ATMC awarded $25,000 in grant funds to 17 educators and community organizations serving Brunswick County students and residents and honored them with a reception on Nov. 12 at ATMC’s corporate headquarters in Shallotte.
Representatives from each school talked about the programs for which the grant funds are earmarked and how these grants will positively impact area students. Checks were disbursed for Smart Connections, the educational component of the cooperative’s grant program.
Those receiving funding were:
Bolivia Elementary School (Amy Frink): Project Discovery—a project to create a science room to be used by all students, including the special education population.
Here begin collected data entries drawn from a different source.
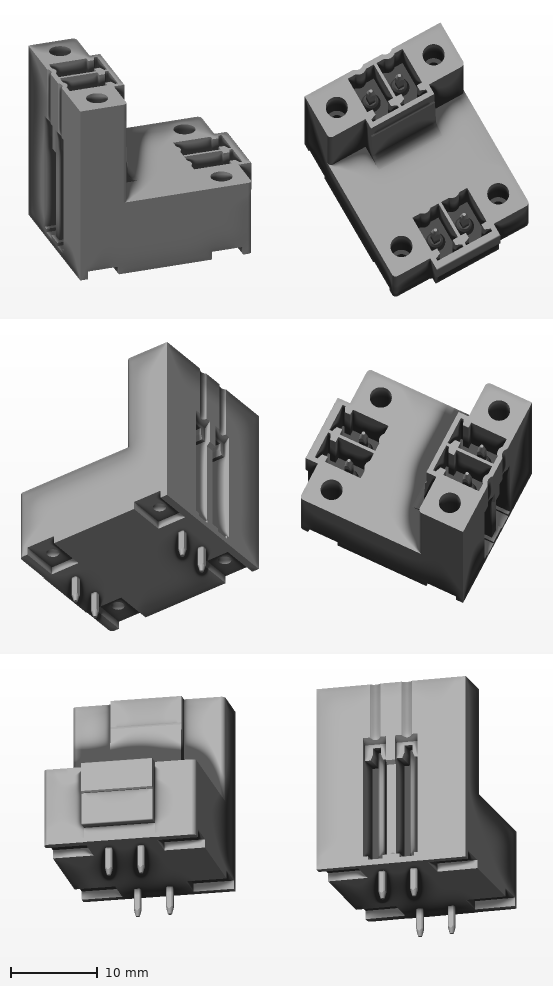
import cadquery as cq

pole_pitch = 3.81
level_pitch = 15.24
front_pin_y = 2.98
tower_top = 21.85
shelf_top = 9.17
level_drop = tower_top - shelf_top
pole_xs = [-pole_pitch / 2, pole_pitch / 2]
levels = [(front_pin_y, 0), (front_pin_y + level_pitch, level_drop)]

housing_width = 18.01
centre_width = 8.4
total_depth = 22.7
total_height = 25.1
wing_depth_tower = 5.81
wing_depth_shelf = 21.09
wing_corner_radius = 0.5

foot_depth = 21.17
rib_depth = 22.37
rib_bottom = 1.72
lip_bottom = 5.53
lip_chamfer = 0.18
back_edge_radius = 0.15

tower_depth_top = 7.1
taper_depth_top = 7.25
taper_depth_bottom = 7.5
tower_straight_bottom = 18.65
taper_top = 18.35
taper_bottom = 10.4
tower_foot_depth = 8.97

screw_x = 6.415
screw_hole_diameter = 1.53
screw_bore_diameter = 2.55
screw_bore_depth = 6.4
side_pocket_length = 3.8
side_pocket_height = 1.0
side_pocket_depth = (housing_width - centre_width) / 2
front_pocket_y = 2.83

cavity_depth = 6.4
cavity_half_width = 1.725
cavity_front = -2.37
cavity_back = 3.54
key_half_gap = 1.03
key_front = 2.22
key_tip_back = 2.93
key_root_back = 3.2
rib_half_width = 0.68
rib_rise = 0.28

cone_base_radius = 1.14
cone_shoulder_radius = 0.88
cone_top_radius = 0.62
cone_shoulder_height = 0.8
cone_height = 1.05

window_half_width = 1.37
window_shift = -0.08
window_top = 15.42
window_chamfer = 0.69
window_sill = 1.08
window_back = 3.86
head_bottom = 12.85
trough_half_width = 0.88
trough_floor = 0.66
notch_half_width = 0.48
notch_top = 14.3
notch_flare_top = 13.5
notch_flare_half_width = 0.75
web_top = 12.5
web_recess = 0.43
groove_half_width = 0.64
groove_depth = 0.28

pin_side = 0.8
pin_corner_chamfer = 0.14
pin_bottom = tower_top - total_height
pin_recess = 0.95
tip_top_radius = 0.19
tip_bottom_radius = 0.23
top_tip_length = 0.85
bottom_tip_length = 0.6
tip_cone_height = 2.5


def slab(x_min, x_max, y_min, y_max, z_min, z_max):
    """Axis-aligned block between the given limits."""
    block = cq.Workplane("XY").box(x_max - x_min, y_max - y_min, z_max - z_min, centered=False)
    return block.translate((x_min, y_min, z_min))


def side_extrusion(profile, x_centre, width):
    """Closed (y, z) profile extruded along X, centred on x_centre."""
    return cq.Workplane("YZ").workplane(offset=x_centre - width / 2).polyline(profile).close().extrude(width)


def make_wings():
    half = housing_width / 2
    shelf = slab(-half, half, 0, wing_depth_shelf, 0, shelf_top)
    tower = slab(-half, half, 0, wing_depth_tower, 0, tower_top)
    shelf = shelf.edges("|Z and >Y").fillet(wing_corner_radius)
    tower = tower.edges("|Z and >Y").fillet(wing_corner_radius)
    return shelf.union(tower)


def make_centre_block():
    block = (
        cq.Workplane("YZ")
        .workplane(offset=-centre_width / 2)
        .moveTo(0, 0)
        .lineTo(foot_depth, 0)
        .lineTo(foot_depth, rib_bottom)
        .lineTo(rib_depth, rib_bottom)
        .lineTo(rib_depth, lip_bottom)
        .lineTo(total_depth - lip_chamfer, lip_bottom)
        .lineTo(total_depth, lip_bottom + lip_chamfer)
        .lineTo(total_depth, shelf_top)
        .lineTo(tower_foot_depth, shelf_top)
        .tangentArcPoint((taper_depth_bottom, taper_bottom), relative=False)
        .lineTo(taper_depth_top, taper_top)
        .lineTo(tower_depth_top, tower_straight_bottom)
        .lineTo(tower_depth_top, tower_top)
        .lineTo(0, tower_top)
        .close()
        .extrude(centre_width)
    )

    def edge_at(y, z):
        return cq.selectors.NearestToPointSelector((0, y, z))

    block = block.edges(edge_at(total_depth, shelf_top)).fillet(back_edge_radius)
    return block.edges(edge_at(rib_depth, rib_bottom)).fillet(back_edge_radius)


def make_screw_hole(x, y, top):
    bore_floor = top - screw_bore_depth
    bore = cq.Workplane("XY").workplane(offset=bore_floor).circle(screw_bore_diameter / 2)
    hole = cq.Workplane("XY").circle(screw_hole_diameter / 2).extrude(top)
    return bore.extrude(screw_bore_depth).union(hole).translate((x, y, 0))


def make_side_pocket(side, y):
    """Pocket open to the bottom and to one side of the housing; side is -1 or +1."""
    x_outer = side * housing_width / 2
    x_inner = side * (housing_width / 2 - side_pocket_depth)
    half = side_pocket_length / 2
    return slab(min(x_outer, x_inner), max(x_outer, x_inner), y - half, y + half, 0, side_pocket_height)


def make_cavity(x, y, top):
    """Keyed plug cavity around the pin, less the cone left standing on its floor."""
    floor = top - cavity_depth
    outline = (
        cq.Workplane("XY")
        .workplane(offset=floor)
        .moveTo(-cavity_half_width, cavity_front)
        .lineTo(-rib_half_width, cavity_front)
        .threePointArc((0, cavity_front + rib_rise), (rib_half_width, cavity_front))
        .lineTo(cavity_half_width, cavity_front)
        .lineTo(cavity_half_width, key_front)
        .lineTo(key_half_gap, key_front)
        .lineTo(key_half_gap, key_tip_back)
        .lineTo(cavity_half_width, key_root_back)
        .lineTo(cavity_half_width, cavity_back)
        .lineTo(-cavity_half_width, cavity_back)
        .lineTo(-cavity_half_width, key_root_back)
        .lineTo(-key_half_gap, key_tip_back)
        .lineTo(-key_half_gap, key_front)
        .lineTo(-cavity_half_width, key_front)
        .close()
        .extrude(cavity_depth)
    )
    cone = (
        cq.Workplane("XZ")
        .polyline([
            (0, floor),
            (cone_base_radius, floor),
            (cone_shoulder_radius, floor + cone_shoulder_height),
            (cone_top_radius, floor + cone_height),
            (0, floor + cone_height),
        ])
        .close()
        .revolve(360, (0, 0, 0), (0, 1, 0))
    )
    return outline.cut(cone).translate((x, y, 0))


def make_window(x):
    """Front opening below the tower cavity, with the notch above it that clears the pin."""
    profile = [
        (0, window_sill),
        (window_back, window_sill),
        (window_back, head_bottom),
        (window_chamfer, head_bottom),
        (window_chamfer, window_top - window_chamfer),
        (0, window_top),
    ]
    opening = side_extrusion(profile, x + window_shift, 2 * window_half_width)
    trough = slab(x - trough_half_width, x + trough_half_width, 0, window_back, trough_floor, window_sill)
    notch = (
        cq.Workplane("XZ")
        .polyline([
            (-notch_flare_half_width, head_bottom),
            (-notch_half_width, notch_flare_top),
            (-notch_half_width, notch_top),
            (notch_half_width, notch_top),
            (notch_half_width, notch_flare_top),
            (notch_flare_half_width, head_bottom),
        ])
        .close()
        .extrude(-window_back)
        .translate((x, 0, 0))
    )
    return opening.union(trough).union(notch)


def make_web_recess():
    """Shallow recess that sets back the web between the two windows."""
    profile = [
        (0, window_sill),
        (web_recess, window_sill),
        (web_recess, web_top - web_recess),
        (0, web_top),
    ]
    return side_extrusion(profile, window_shift, pole_pitch - 2 * window_half_width)


def make_groove(x):
    """Rounded groove from the tower top down to the sloped head of the window."""
    groove_bottom = window_top - window_chamfer
    return (
        cq.Workplane("XY")
        .workplane(offset=groove_bottom)
        .moveTo(x - groove_half_width, 0)
        .threePointArc((x, groove_depth), (x + groove_half_width, 0))
        .close()
        .extrude(tower_top - groove_bottom)
    )


def make_pin(x, y, drop):
    """Square pin with conical ends; its corners are chamfered below the notch top level."""
    top = tower_top - drop - pin_recess
    shank_top = notch_top - drop
    half = pin_side / 2
    shank = slab(-half, half, -half, half, pin_bottom, shank_top).edges("|Z").chamfer(pin_corner_chamfer)
    contact = slab(-half, half, -half, half, shank_top, top)
    top_slope = (half - tip_top_radius) / top_tip_length
    bottom_slope = (half - tip_bottom_radius) / bottom_tip_length
    top_cone_radius = tip_top_radius + top_slope * tip_cone_height
    bottom_cone_radius = tip_bottom_radius + bottom_slope * tip_cone_height
    envelope = (
        cq.Workplane("XZ")
        .polyline([
            (0, pin_bottom),
            (tip_bottom_radius, pin_bottom),
            (bottom_cone_radius, pin_bottom + tip_cone_height),
            (top_cone_radius, top - tip_cone_height),
            (tip_top_radius, top),
            (0, top),
        ])
        .close()
        .revolve(360, (0, 0, 0), (0, 1, 0))
    )
    return shank.union(contact).intersect(envelope).translate((x, y, 0))


def make_housing(pins):
    body = make_wings().union(make_centre_block())
    for pin_y, drop in levels:
        level_top = tower_top - drop
        pocket_y = front_pocket_y + pin_y - front_pin_y
        for side in (-1, 1):
            body = body.cut(make_screw_hole(side * screw_x, pin_y, level_top))
            body = body.cut(make_side_pocket(side, pocket_y))
        for x in pole_xs:
            body = body.cut(make_cavity(x, pin_y, level_top))
    for x in pole_xs:
        body = body.cut(make_window(x))
        body = body.cut(make_groove(x))
    body = body.cut(make_web_recess())
    for pin in pins:
        body = body.cut(pin)
    return body


pins = [make_pin(x, pin_y, drop) for pin_y, drop in levels for x in pole_xs]
housing = make_housing(pins)

result = cq.Compound.makeCompound([*housing.solids().vals(), *[pin.solids().val() for pin in pins]])

Jessie Mae Monroe Elementary School (Emma-Lou Edwards): Watch, Read, Learn—an interactive literacy program that pairs classic fiction video storybooks with related nonfiction eBooks, improving vocabulary and comprehension skills.
Supply Elementary School (Heather Woody): World Travelers—a program to take the students on virtual field trips around the globe and encourage international networking with other students via Web cams and e-mail.
Cedar Grove Middle School (Martin Callendar): Acquiring Music to Start Our Band Program—a project to build a library of sheet music for a new band program.
Cedar Grove Middle School (Toby Kasell): Physical Education/Athletic Storage—to purchase units of storage for physical education and athletic equipment.
Cedar Grove Middle School (Shelly Cheers): Print and Provide—to purchase a color printer for use by office and staff members to facilitate various types of communication.
Cedar Grove Middle School (Angela Kathryn Stephens): World Music Drumming Project—a program to bring world music into the school, teach African and Latin American culture and build communications skills.
Cedar Grove Middle School (Dale Shaw): Readers in the Real World—to build a library of young adolescent novels with which middle school students can identify.
Leland Middle School (Meggen Calderwood): Assessment Kit for Reading Levels for Instruction/Classroom Library—a program to enable teachers to assess capabilities and reading levels of each student and provide books for students as well.
Shallotte Middle School (Deputy John Rogers with Lance Corporal Lillian Cosentino): Keeping Every Youth Successful (KEYS)—a drug and violence reduction program that strives to instill the core values of Discipline, Knowledge and Pride adopted by the military.
Waccamaw Elementary School (Barbara Evans): Caught Being Good—a program to reward students who exhibit good behavior and are positive role models for their peers.
South Brunswick High School (Jennifer Biser): Engaging Students With Dry Erase—to equip additional classrooms with dry-erase boards and markers to assist students with social studies projects.
West Brunswick High School (Patricia Christy): Calculator Loan Program—to expand the library of graphing calculators that are loaned to students overnight for use at home.
West Brunswick High School (Ashley Speckman and students Julianne Donoghue, Jessica Gruber and Taylor Madison): The Giving Tree—to place trees around the community that will hold bookmarks labeled with names of children in need of books at Supply Elementary School.
West Brunswick High School (Robert Watkins): The Pressure is On—to provide for a nitrogen tire inflation system for the automotive program that will result in better fuel economy and increased safety.
Friends of the Library (Sheila Umbricht): Operation Homework Help—to expand library of math, science, history, geography, social science and biography collection to help students in grades 4-12 with their homework and special projects.
Ocean Isle Museum Foundation/Ingram Planetarium (Scott Kucera and Mark Jankowski): Space Science in the Hands of Students—a program allowing students creative use of computer software to present science projects in the classroom or at the 40-foot dome in the planetarium.
Allen Russ, ATMC CEO/general manager, commended the recipients on their efforts to provide quality education in Brunswick County.
“What you do has a lasting impact on everyone whose lives you touch. I can still remember teachers from my grade school years and the many positive ways they influenced me throughout my life. You are making a difference, and ATMC salutes you for your creativity, your perseverance and your dedication to our children and this community,” Russ said.
ATMC began awarding community and education grants in 2006. To date, close to 100 local community organizations and educators have received grants totaling $170,000.